The finance sector has taken the money provided by the Treasury and has been using it to shore up its own balance sheets-they have not been extending this credit to the small business owner. The finance system has been arguing all along that they are in good shape only to see one company after another go under. Over the last year we have all witnessed numerous CEO’s come out and say they are in a good financial shape only to see them go out of business ( Like Lehman). This lack of truthfulness by the CEO’s has undermined the market as the players doubt the truthfulness of theses companies and all others and begin to sell.

So I would argue , these little white lies are undermining the whole system. Over the last 20 years, teachers have cited that more and more students cheat more than ever. And, as these students in turn graduate and enter the workforce, these character defects have begun to show up. Who would have ever thought that “Thou Shall Not Lie” was actually pretty sound advise.

Technorati Profile

Truth and The Markets

Part of the reason we are having a melt down in the financials right now is that the market does not understand the position of the financials. For example in mid July of 08 Merrill wrote down 9.8 billon of assets only to be followed by another 5.7 billon on July 28th, 2008. As they say a billon here and a billon there and after a while it becomes real money. After the announcement, the CNBC pundits came out and openly questioned the honesty of Merrill Lynch’s CEO. I believe John Thain is an honest man who has been put in a horrendous position by his predecessors- as he has been hired to clean up the sub prime mess. The problem that Merrill faces is that if they were completely open with the public about the true nature of their losses, the market would be horrified and probably send the stock straight to zero. So hence, Merrill is forced to be discreet and hide their problems on their balance sheet and the whole market knows this.

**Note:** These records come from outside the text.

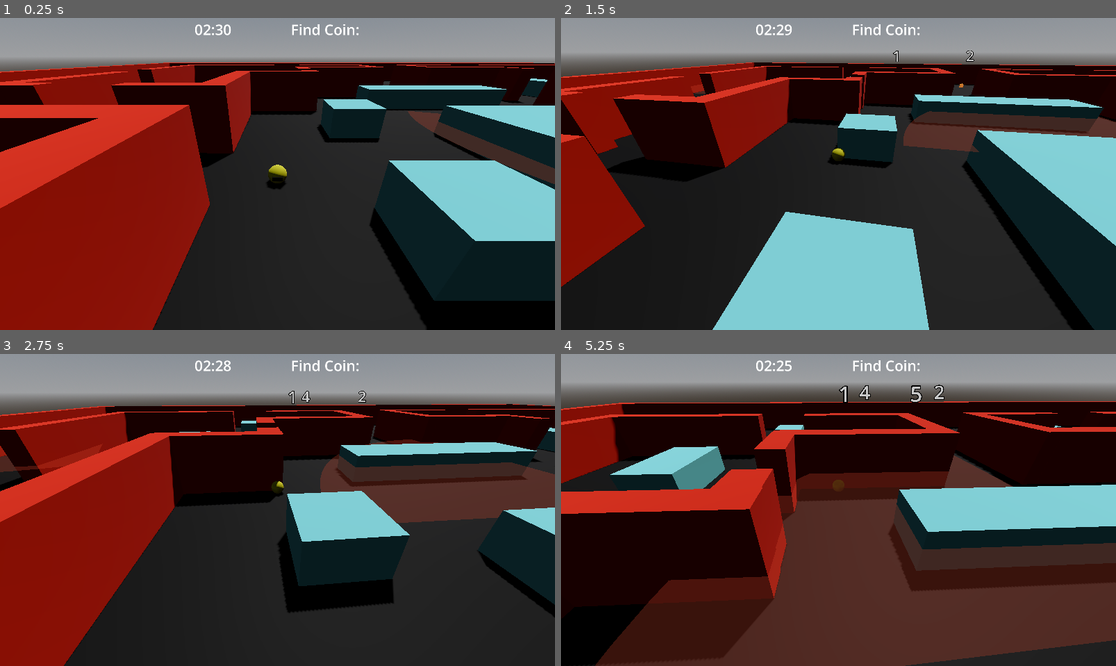
Above: before the commit, frames 1-4 (two rows, left to right).
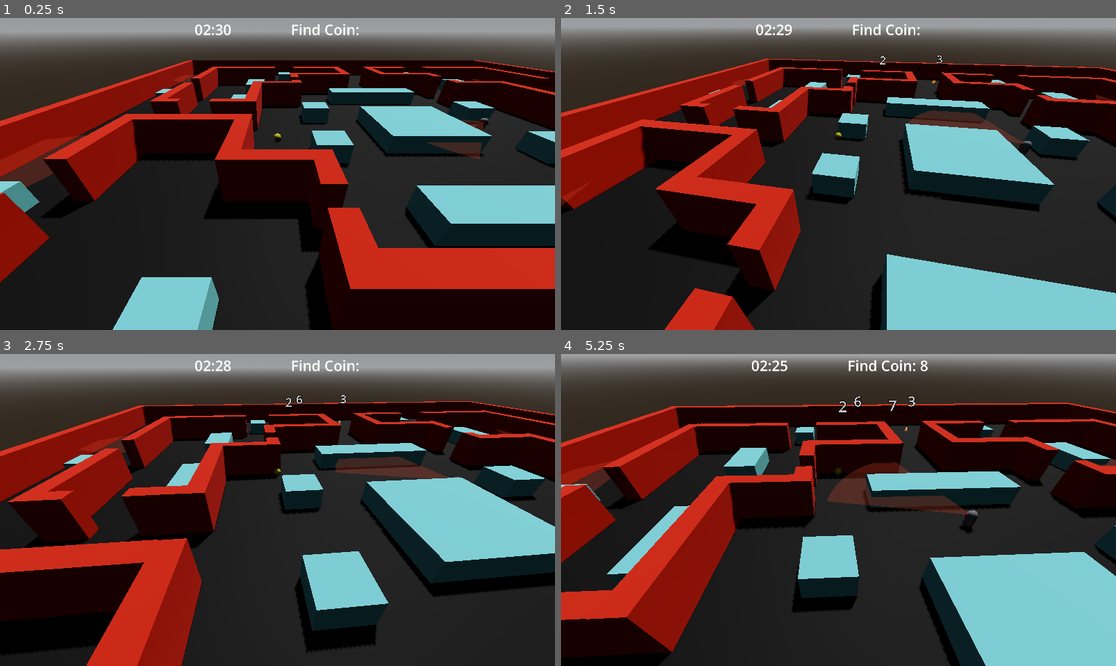
Above: after the commit, the same moments.

Repository: cliff-lilly-jean/pacman-stealth-game
Game: Godot game, scene res://entities/world/world.tscn
Two runs of this game, one before a commit and one after it. Both use one fixed random seed, a clock stepped at 60 frames per second and the inputs below.
Inputs (mouse positions are in pixels of both pictures, inside the frame that each line leads up to):
- Up to frame 1 (0.25 s): no input
- Up to frame 2 (1.5 s): move the mouse to (866, 174) at 0.52 s; hold W (move_forward) from 0.53 s (still down); tap Shift (dash) at 0.6 s; move the mouse to (810, 174) at 1.27 s; tap Ctrl (sprint) at 1.35 s
- Up to frame 3 (2.75 s): keep holding W (move_forward); move the mouse to (288, 503) at 2.02 s; tap Shift (dash) at 2.1 s
- Up to frame 4 (5.25 s): keep holding W (move_forward); move the mouse to (832, 516) at 2.77 s; tap Ctrl (sprint) at 2.85, 4.35 s; move the mouse to (877, 513) at 3.52 s; tap Shift (dash) at 3.6, 5.1 s; move the mouse to (794, 506) at 4.27 s; move the mouse to (844, 510) at 5.02 s

The runs differ from the first frame. In frame 1, 68% of the frame differs, in the area x 0-100%, y 5-100%; in frame 2, 62%; in frame 3, 62%; in frame 4, 80%, in the area x 0-100%, y 1-100%.

Commit message:
updated the layers and the detection areas

Diff:
--- a/components/detection_area/detection_area.gd
+++ b/components/detection_area/detection_area.gd
@@ -1,13 +1,84 @@
 class_name DetectionArea extends Area3D
 
-@export var shape_radius: float
+@export var fov_width: float
+@export var view_distance: float
 @export var shape_height: float = 1
-@export var fov_width: float
 
 @onready var collider = $CollisionShape3D
+@onready var vision_cone: MeshInstance3D = $VisionCone
+@onready var ray_cast: RayCast3D = $RayCast3D
+
+signal target_found(target_position: Vector3)
+
+func _ready():
+	collider.shape.radius = view_distance
+	collider.shape.height = shape_height
+	ray_cast.target_position.z = view_distance
+
+	generate_vision_cone()
 
 
-func _ready():
+func generate_vision_cone() -> void:
+	var cone_mesh = vision_cone.mesh as ImmediateMesh
 
-	collider.shape.radius = shape_radius
-	collider.shape.height = shape_height
+	cone_mesh.clear_surfaces()
+
+	var half_fov = deg_to_rad(fov_width / 2)
+	var segments = 24
+
+	cone_mesh.surface_begin(Mesh.PRIMITIVE_TRIANGLES)
+
+	for i in range(segments):
+		var angle_one = lerp(
+			-half_fov,
+			half_fov,
+			float(i) / segments
+		)
+
+		var angle_two = lerp(
+			-half_fov,
+			half_fov,
+			float(i + 1) / segments
+		)
+
+		cone_mesh.surface_add_vertex(Vector3.ZERO)
+
+		cone_mesh.surface_add_vertex(
+			Vector3(
+				sin(angle_one) * view_distance,
+				0,
+				cos(angle_one) * view_distance
+			)
+		)
+
+		cone_mesh.surface_add_vertex(
+			Vector3(
+				sin(angle_two) * view_distance,
+				0,
+				cos(angle_two) * view_distance
+			)
+		)
+
+	cone_mesh.surface_end()
+
+
+func _on_body_entered(body: Node3D) -> void:
+	if body is Player:
+		var direction = global_position.direction_to(body.global_position)
+
+		var facing = global_transform.basis.tdotz(direction)
+		var fov = cos(deg_to_rad(fov_width / 2))
+
+		if facing < fov:
+			print("Player is outside FOV")
+		else:
+			ray_cast.target_position = ray_cast.to_local(body.global_position)
+			ray_cast.force_raycast_update()
+
+			if ray_cast.is_colliding():
+				var hit = ray_cast.get_collider()
+
+				print("LookDirection hit: ", hit)
+
+				if hit is Player:
+					target_found.emit(body.global_position)
--- a/components/detection_area/detection_area.tscn
+++ b/components/detection_area/detection_area.tscn
@@ -3,8 +3,14 @@
 [ext_resource type="Script" uid="uid://j5cat2c586kc" path="res://components/detection_area/detection_area.gd" id="1_5d6nw"]
 
 [sub_resource type="CylinderShape3D" id="CylinderShape3D_bdkmc"]
-height = 1.0
-radius = 5.0
+
+[sub_resource type="StandardMaterial3D" id="StandardMaterial3D_5d6nw"]
+transparency = 1
+cull_mode = 2
+shading_mode = 0
+albedo_color = Color(1, 0, 0, 0.26666668)
+
+[sub_resource type="ImmediateMesh" id="ImmediateMesh_s3nn2"]
 
 [node name="DetectionArea" type="Area3D" unique_id=527819160]
 script = ExtResource("1_5d6nw")
@@ -12,3 +18,13 @@
 
 [node name="CollisionShape3D" type="CollisionShape3D" parent="." unique_id=124149414]
 shape = SubResource("CylinderShape3D_bdkmc")
+
+[node name="VisionCone" type="MeshInstance3D" parent="." unique_id=1661679607]
+transform = Transform3D(1, 0, 0, 0, 1, 0, 0, 0, 1, 0, 1, 0)
+material_override = SubResource("StandardMaterial3D_5d6nw")
+mesh = SubResource("ImmediateMesh_s3nn2")
+
+[node name="RayCast3D" type="RayCast3D" parent="." unique_id=1347617513]
+target_position = Vector3(0, 0, 0)
+
+[connection signal="body_entered" from="." to="." method="_on_body_entered"]
--- a/entities/Levels/level_01.tscn
+++ b/entities/Levels/level_01.tscn
@@ -445,159 +445,159 @@
 [node name="CSGBox3D" type="CSGBox3D" parent="Obstacles" index="0" unique_id=760734828]
 transform = Transform3D(1, 0, 0, 0, 1, 0, 0, 0, 1, 0, 0, -0.93930894)
 use_collision = true
-collision_layer = 2
-collision_mask = 15
+collision_layer = 16
+collision_mask = 47
 material = SubResource("StandardMaterial3D_mv8lg")
 
 [node name="CSGBox3D2" type="CSGBox3D" parent="Obstacles" index="1" unique_id=991244849]
 transform = Transform3D(1, 0, 0, 0, 1, 0, 0, 0, 1, 0.0013427734, 0, -2.4016848)
 use_collision = true
-collision_layer = 2
-collision_mask = 15
+collision_layer = 16
+collision_mask = 47
 size = Vector3(1.4338379, 1, 0.33447266)
 material = SubResource("StandardMaterial3D_mv8lg")
 
 [node name="CSGBox3D3" type="CSGBox3D" parent="Obstacles" index="2" unique_id=1747556753]
 transform = Transform3D(1, 0, 0, 0, 1, 0, 0, 0, 1, 0.0013427734, 0, 0.53571296)
 use_collision = true
-collision_layer = 2
-collision_mask = 15
+collision_layer = 16
+collision_mask = 47
 size = Vector3(1.4338379, 1, 0.33447266)
 material = SubResource("StandardMaterial3D_mv8lg")
 
 [node name="CSGBox3D4" type="CSGBox3D" parent="Obstacles" index="3" unique_id=916013983]
 transform = Transform3D(1, 0, 0, 0, 1, 0, 0, 0, 1, -1.1294286, 0, -0.40113306)
 use_collision = true
-collision_layer = 2
-collision_mask = 15
+collision_layer = 16
+collision_mask = 47
 size = Vector3(0.34527588, 1, 0.33447266)
 material = SubResource("StandardMaterial3D_mv8lg")
 
 [node name="CSGBox3D5" type="CSGBox3D" parent="Obstacles" index="4" unique_id=1954975564]
 transform = Transform3D(1, 0, 0, 0, 1, 0, 0, 0, 1, -1.1294286, 0, -1.4933504)
 use_collision = true
-collision_layer = 2
-collision_mask = 15
+collision_layer = 16
+collision_mask = 47
 size = Vector3(0.34527588, 1, 0.33447266)
 material = SubResource("StandardMaterial3D_mv8lg")
 
 [node name="CSGBox3D6" type="CSGBox3D" parent="Obstacles" index="5" unique_id=1925128542]
 transform = Transform3D(1, 0, 0, 0, 1, 0, 0, 0, 1, 1.1472859, 0, -1.4992212)
 use_collision = true
-collision_layer = 2
-collision_mask = 15
+collision_layer = 16
+collision_mask = 47
 size = Vector3(0.34527588, 1, 0.33447266)
 material = SubResource("StandardMaterial3D_mv8lg")
 
 [node name="CSGBox3D7" type="CSGBox3D" parent="Obstacles" index="6" unique_id=1927140988]
 transform = Transform3D(1, 0, 0, 0, 1, 0, 0, 0, 1, 1.1472859, 0, -0.39385068)
 use_collision = true
-collision_layer = 2
-collision_mask = 15
+collision_layer = 16
+collision_mask = 47
 size = Vector3(0.34527588, 1, 0.33447266)
 material = SubResource("StandardMaterial3D_mv8lg")
 
 [node name="CSGBox3D8" type="CSGBox3D" parent="Obstacles" index="7" unique_id=1589426799]
 transform = Transform3D(1, 0, 0, 0, 1, 0, 0, 0, 1, 2.1407475, 0, -3.1175833)
 use_collision = true
-collision_layer = 2
-collision_mask = 15
+collision_layer = 16
+collision_mask = 47
 size = Vector3(0.34527588, 1, 0.5841675)
 material = SubResource("StandardMaterial3D_mv8lg")
 
 [node name="CSGBox3D9" type="CSGBox3D" parent="Obstacles" index="8" unique_id=399689593]
 transform = Transform3D(1, 0, 0, 0, 1, 0, 0, 0, 1, -2.128789, 0, -3.1175833)
 use_collision = true
-collision_layer = 2
-collision_mask = 15
+collision_layer = 16
+collision_mask = 47
 size = Vector3(0.34527588, 1, 0.5841675)
 material = SubResource("StandardMaterial3D_mv8lg")
 
 [node name="CSGBox3D10" type="CSGBox3D" parent="Obstacles" index="9" unique_id=157504705]
 transform = Transform3D(1, 0, 0, 0, 1, 0, 0, 0, 1, -2.2276738, 0, -1.7415617)
 use_collision = true
-collision_layer = 2
-collision_mask = 15
+collision_layer = 16
+collision_mask = 47
 size = Vector3(0.34527588, 1, 0.6622009)
 material = SubResource("StandardMaterial3D_mv8lg")
 
 [node name="CSGBox3D11" type="CSGBox3D" parent="Obstacles" index="10" unique_id=1039045232]
 transform = Transform3D(1, 0, 0, 0, 1, 0, 0, 0, 1, -3.6237621, 0, -2.346356)
 use_collision = true
-collision_layer = 2
-collision_mask = 15
+collision_layer = 16
+collision_mask = 47
 size = Vector3(0.299469, 1, 0.29061127)
 material = SubResource("StandardMaterial3D_mv8lg")
 
 [node name="CSGBox3D12" type="CSGBox3D" parent="Obstacles" index="11" unique_id=1636129501]
 transform = Transform3D(1, 0, 0, 0, 1, 0, 0, 0, 1, -3.6237621, 0, 0.46352768)
 use_collision = true
-collision_layer = 2
-collision_mask = 15
+collision_layer = 16
+collision_mask = 47
 size = Vector3(0.299469, 1, 0.29061127)
 material = SubResource("StandardMaterial3D_mv8lg")
 
 [node name="CSGBox3D13" type="CSGBox3D" parent="Obstacles" index="12" unique_id=803218838]
 transform = Transform3D(1, 0, 0, 0, 1, 0, 0, 0, 1, -2.099154, 0, 1.2327416)
 use_collision = true
-collision_layer = 2
-collision_mask = 15
+collision_layer = 16
+collision_mask = 47
 size = Vector3(0.299469, 1, 0.46333885)
 material = SubResource("StandardMaterial3D_mv8lg")
 
 [node name="CSGBox3D14" type="CSGBox3D" parent="Obstacles" index="13" unique_id=953402365]
 transform = Transform3D(1, 0, 0, 0, 1, 0, 0, 0, 1, -1.5875934, 0, 2.2556808)
 use_collision = true
-collision_layer = 2
-collision_mask = 15
+collision_layer = 16
+collision_mask = 47
 size = Vector3(0.3084259, 1, 0.3026023)
 material = SubResource("StandardMaterial3D_mv8lg")
 
 [node name="CSGBox3D15" type="CSGBox3D" parent="Obstacles" index="14" unique_id=1718099188]
 transform = Transform3D(1, 0, 0, 0, 1, 0, 0, 0, 1, 1.5049862, 0, 2.2556808)
 use_collision = true
-collision_layer = 2
-collision_mask = 15
+collision_layer = 16
+collision_mask = 47
 size = Vector3(0.3084259, 1, 0.3026023)
 material = SubResource("StandardMaterial3D_mv8lg")
 
 [node name="CSGBox3D16" type="CSGBox3D" parent="Obstacles" index="15" unique_id=1888779906]
 transform = Transform3D(1, 0, 0, 0, 1, 0, 0, 0, 1, 2.1120648, 0, 1.2368433)
 use_collision = true
-collision_layer = 2
-collision_mask = 15
+collision_layer = 16
+collision_mask = 47
 size = Vector3(0.281044, 1, 0.46725214)
 material = SubResource("StandardMaterial3D_mv8lg")
 
 [node name="CSGBox3D17" type="CSGBox3D" parent="Obstacles" index="16" unique_id=1424424179]
 transform = Transform3D(1, 0, 0, 0, 1, 0, 0, 0, 1, 3.6073906, 0, 0.4941669)
 use_collision = true
-collision_layer = 2
-collision_mask = 15
+collision_layer = 16
+collision_mask = 47
 size = Vector3(0.29181862, 1, 0.30187163)
 material = SubResource("StandardMaterial3D_mv8lg")
 
 [node name="CSGBox3D18" type="CSGBox3D" parent="Obstacles" index="17" unique_id=762641450]
 transform = Transform3D(1, 0, 0, 0, 1, 0, 0, 0, 1, 3.6073906, 0, -2.34519)
 use_collision = true
-collision_layer = 2
-collision_mask = 15
+collision_layer = 16
+collision_mask = 47
 size = Vector3(0.29181862, 1, 0.30187163)
 material = SubResource("StandardMaterial3D_mv8lg")
 
 [node name="CSGBox3D19" type="CSGBox3D" parent="Obstacles" index="18" unique_id=1751857628]
 transform = Transform3D(1, 0, 0, 0, 1, 0, 0, 0, 1, 1.5487884, 0, -4.226181)
 use_collision = true
-collision_layer = 2
-collision_mask = 15
+collision_layer = 16
+collision_mask = 47
 size = Vector3(0.29181862, 1, 0.30187163)
 material = SubResource("StandardMaterial3D_mv8lg")
 
 [node name="CSGBox3D20" type="CSGBox3D" parent="Obstacles" index="19" unique_id=1369094921]
 transform = Transform3D(1, 0, 0, 0, 1, 0, 0, 0, 1, -1.5017656, 0, -4.226181)
 use_collision = true
-collision_layer = 2
-collision_mask = 15
+collision_layer = 16
+collision_mask = 47
 size = Vector3(0.29181862, 1, 0.30187163)
 material = SubResource("StandardMaterial3D_mv8lg")
 
--- a/entities/camera_controller/camera_controller.gd
+++ b/entities/camera_controller/camera_controller.gd
@@ -1,6 +1,6 @@
 class_name CameraController extends SpringArm3D
 
-const max_look_down_angle: float = deg_to_rad(-15)
+const max_look_down_angle: float = deg_to_rad(-20)
 const max_look_up_angle: float = deg_to_rad(-40)
 
 @export var mouse_sensitivity: float
--- a/entities/coins/gold_coin/gold_coin.tscn
+++ b/entities/coins/gold_coin/gold_coin.tscn
@@ -7,6 +7,7 @@
 viewport_path = NodePath("SubViewport")
 
 [node name="GoldCoin" unique_id=1459063820 node_paths=PackedStringArray("mesh") instance=ExtResource("1_endsn")]
+collision_mask = 27
 mesh = NodePath("MeshInstance3D")
 
 [node name="MeshInstance3D" type="MeshInstance3D" parent="." index="0" unique_id=1217363676]
--- a/entities/enemies/ghosts/ghost.gd
+++ b/entities/enemies/ghosts/ghost.gd
@@ -3,13 +3,11 @@
 @export var speed: float
 @export var patrol_distance_length: float
 @export var look_rotation_speed: float
-@export var view_distance: float
+@onready var body: MeshInstance3D = $Body
 
 @onready var navigation_agent: NavigationAgent3D = $NavigationAgent3D
-@onready var look_direction: RayCast3D = $LookDirection
 @onready var detection_area: DetectionArea = $DetectionArea
-@onready var body: MeshInstance3D = $Body
-@onready var vision_cone: MeshInstance3D = $VisionCone
+
 
 ## Patrol Variables
 var start_patrol_locaton: Vector3
@@ -24,14 +22,6 @@
 ## Move toward he next position
 
 func _ready() -> void:
-
-	look_direction.target_position.z = view_distance
-	detection_area.collider.shape.radius = view_distance
-	detection_area.body_entered.connect(_on_body_entered)
-
-	## Generate the vision cone
-	generate_vision_cone()
-
 
 	set_navigation_route()
 
@@ -69,8 +59,6 @@
 func investigate() -> void:
 	pass
 	## The player enters the detection area, inside the fov
-	if detection_area.body_entered:
-		print("Hey")
 	## If the player is visible and not obstructed by an obstacle, change the navigation target position to the player's last known position and travel to it
 	## If the player is visible and obstructed, continue on with the regular navigation route
 
@@ -84,7 +72,11 @@
 		look_rotation_speed * delta
 	)
 
-func _on_body_entered(body: Node3D) -> void:
+func _on_look_direction_target_found(target_position: Vector3) -> void:
+	print("Found the target ", target_position)
+
+
+func _on_detection_area_body_entered(body: Node3D) -> void:
 	if body is Player:
 		## Gets the position of the player
 		var direction = global_position.direction_to(body.global_position)
@@ -97,46 +89,3 @@
 			print("coming from behind, I cant see you")
 		else:
 			print("Coming from the front, I see you!")
-
-func generate_vision_cone() -> void:
-	var cone_mesh = vision_cone.mesh as ImmediateMesh
-
-	cone_mesh.clear_surfaces()
-
-	var half_fov = deg_to_rad(detection_area.fov_width / 2)
-	var segments = 24
-
-	cone_mesh.surface_begin(Mesh.PRIMITIVE_TRIANGLES)
-
-	for i in range(segments):
-		var angle_one = lerp(
-			-half_fov,
-			half_fov,
-			float(i) / segments
-		)
-
-		var angle_two = lerp(
-			-half_fov,
-			half_fov,
-			float(i + 1) / segments
-		)
-
-		cone_mesh.surface_add_vertex(Vector3.ZERO)
-
-		cone_mesh.surface_add_vertex(
-			Vector3(
-				sin(angle_one) * view_distance,
-				0,
-				cos(angle_one) * view_distance
-			)
-		)
-
-		cone_mesh.surface_add_vertex(
-			Vector3(
-				sin(angle_two) * view_distance,
-				0,
-				cos(angle_two) * view_distance
-			)
-		)
-
-	cone_mesh.surface_end()
--- a/entities/enemies/ghosts/ghost.tscn
+++ b/entities/enemies/ghosts/ghost.tscn
@@ -13,18 +13,13 @@
 
 [sub_resource type="CapsuleShape3D" id="CapsuleShape3D_eboi6"]
 
-[sub_resource type="StandardMaterial3D" id="StandardMaterial3D_1oodk"]
-transparency = 1
-cull_mode = 2
-shading_mode = 0
-albedo_color = Color(1, 0, 0, 0.26666668)
-
-[sub_resource type="ImmediateMesh" id="ImmediateMesh_723dw"]
-
 [node name="Ghost" type="CharacterBody3D" unique_id=2008997342]
+collision_layer = 32
+collision_mask = 31
 script = ExtResource("1_e0x04")
 speed = 3.0
-view_distance = 20.0
+patrol_distance_length = 10.0
+look_rotation_speed = 40.0
 
 [node name="NavigationAgent3D" type="NavigationAgent3D" parent="." unique_id=1047362907]
 avoidance_enabled = true
@@ -42,16 +37,8 @@
 transform = Transform3D(1, 0, 0, 0, 1, 0, 0, 0, 1, 0, 0.5, 0)
 shape = SubResource("CapsuleShape3D_eboi6")
 
-[node name="LookDirection" type="RayCast3D" parent="." unique_id=788180718]
-transform = Transform3D(1, 0, 0, 0, 1, 0, 0, 0, 1, 0, 1, 0)
-target_position = Vector3(0, 0, 5)
-debug_shape_custom_color = Color(1, 0, 0, 1)
-debug_shape_thickness = 5
+[node name="DetectionArea" parent="." unique_id=527819160 instance=ExtResource("2_723dw")]
+fov_width = 60.0
+view_distance = 15.0
 
-[node name="DetectionArea" parent="." unique_id=527819160 instance=ExtResource("2_723dw")]
-fov_width = 90.0
-
-[node name="VisionCone" type="MeshInstance3D" parent="." unique_id=1998482982]
-transform = Transform3D(1, 0, 0, 0, 1, 0, 0, 0, 1, 0, 1, 0)
-material_override = SubResource("StandardMaterial3D_1oodk")
-mesh = SubResource("ImmediateMesh_723dw")
+[connection signal="body_entered" from="DetectionArea" to="." method="_on_detection_area_body_entered"]
--- a/entities/managers/coin_manager.gd
+++ b/entities/managers/coin_manager.gd
@@ -61,8 +61,7 @@
 	query.collide_with_areas = true
 
 	## Check layers 1,2,3.
-	## Ignore on layers 4.
-	query.collision_mask = (1 << 0) | (1 << 1) | (1 << 2)
+	query.collision_mask = (1 << 0) | (1 << 1) | (1 << 2) | (1 << 4)
 
 	var collisions: Array[Dictionary] = space_state.intersect_shape(query, 1)
 
--- a/entities/player/player.tscn
+++ b/entities/player/player.tscn
@@ -20,7 +20,7 @@
 albedo_color = Color(0, 0, 0, 1)
 
 [node name="Player" type="CharacterBody3D" unique_id=573448500 node_paths=PackedStringArray("mesh")]
-collision_mask = 6
+collision_mask = 30
 script = ExtResource("1_8afob")
 move_speed = 10.0
 acceleration = 35.0
@@ -55,7 +55,8 @@
 
 [node name="CameraController" parent="." unique_id=1568162990 node_paths=PackedStringArray("entity") instance=ExtResource("2_5gtgg")]
 transform = Transform3D(1, 0, 0, 0, 1, 0, 0, 0, 1, 0, 3, 0)
-length = 8.0
+length = 15.0
+smoothing = 8.0
 entity = NodePath("..")
 
 [node name="SFX" type="Node" parent="." unique_id=1088043327]
--- a/entities/world/world.tscn
+++ b/entities/world/world.tscn
@@ -66,7 +66,6 @@
 [node name="Player" parent="." unique_id=573448500 instance=ExtResource("1_dphjl")]
 unique_name_in_owner = true
 transform = Transform3D(1, 0, 0, 0, 1, 0, 0, 0, 1, -20, 1.1249998, 5)
-collision_mask = 14
 gravity = 250.0
 
 [node name="UI" type="Node" parent="." unique_id=1292583648]
@@ -112,8 +111,6 @@
 
 [node name="Ghost4" parent="Ghosts" unique_id=1061240303 instance=ExtResource("10_e7bg0")]
 transform = Transform3D(-1, 0, 8.742278e-08, 0, 1, 0, -8.742278e-08, 0, -1, 32, 0.99999994, -20)
-patrol_distance_length = 30.0
-look_rotation_speed = 3.0
 
 [node name="Ghost5" parent="Ghosts" unique_id=1476873466 instance=ExtResource("10_e7bg0")]
 transform = Transform3D(-4.371139e-08, 0, -1, 0, 1, 0, 1, 0, -4.371139e-08, 32, 0.99999994, 20)
--- a/project.godot
+++ b/project.godot
@@ -110,6 +110,8 @@
 3d_physics/layer_2="World"
 3d_physics/layer_3="Collectables"
 3d_physics/layer_4="Ground"
+3d_physics/layer_5="Obstacles"
+3d_physics/layer_6="Enemies"
 
 [physics]

The only reason why financial markets work is because the market has to believe in the audited financials. For the markets to work, people have to believe in their counterparts and the companies listed on the exchanges are being truthful, and to the extent they are not; why would anybody invest one cent in the markets? To be even more clear for the financial markets to work- there has to be a high degree of honesty and truthfulness. First and foremost for somebody to want to buy your stock the investors have to believe you are being truthful about what you are earning. So in reality- what is most important about the markets is not how much money a company can make but really how truthful they are in reporting those numbers. What the markets are suffering right now is a lack of credibility in what the financial houses are reporting and these have long term consequences.

After the Enron and Arthur Anderson debacle in 2001 the markets went into a free fall, partly because of the tech bubble and partly because people no longer had faith in what the companies were reporting. The congress passed the Sarbanes-Oxley Act which forced US listed companies to be more truthful in their reporting or face the consequences. Amazing as it seems, we are facing the same crisis for the same reason. What is different this time is that the financial houses are not stand alone companies, they are the engines that finance the growth of the U.S. and to the extent they can not manage to tell the truth about the nature of their losses, they have grave and serious consequences on each and every citizen.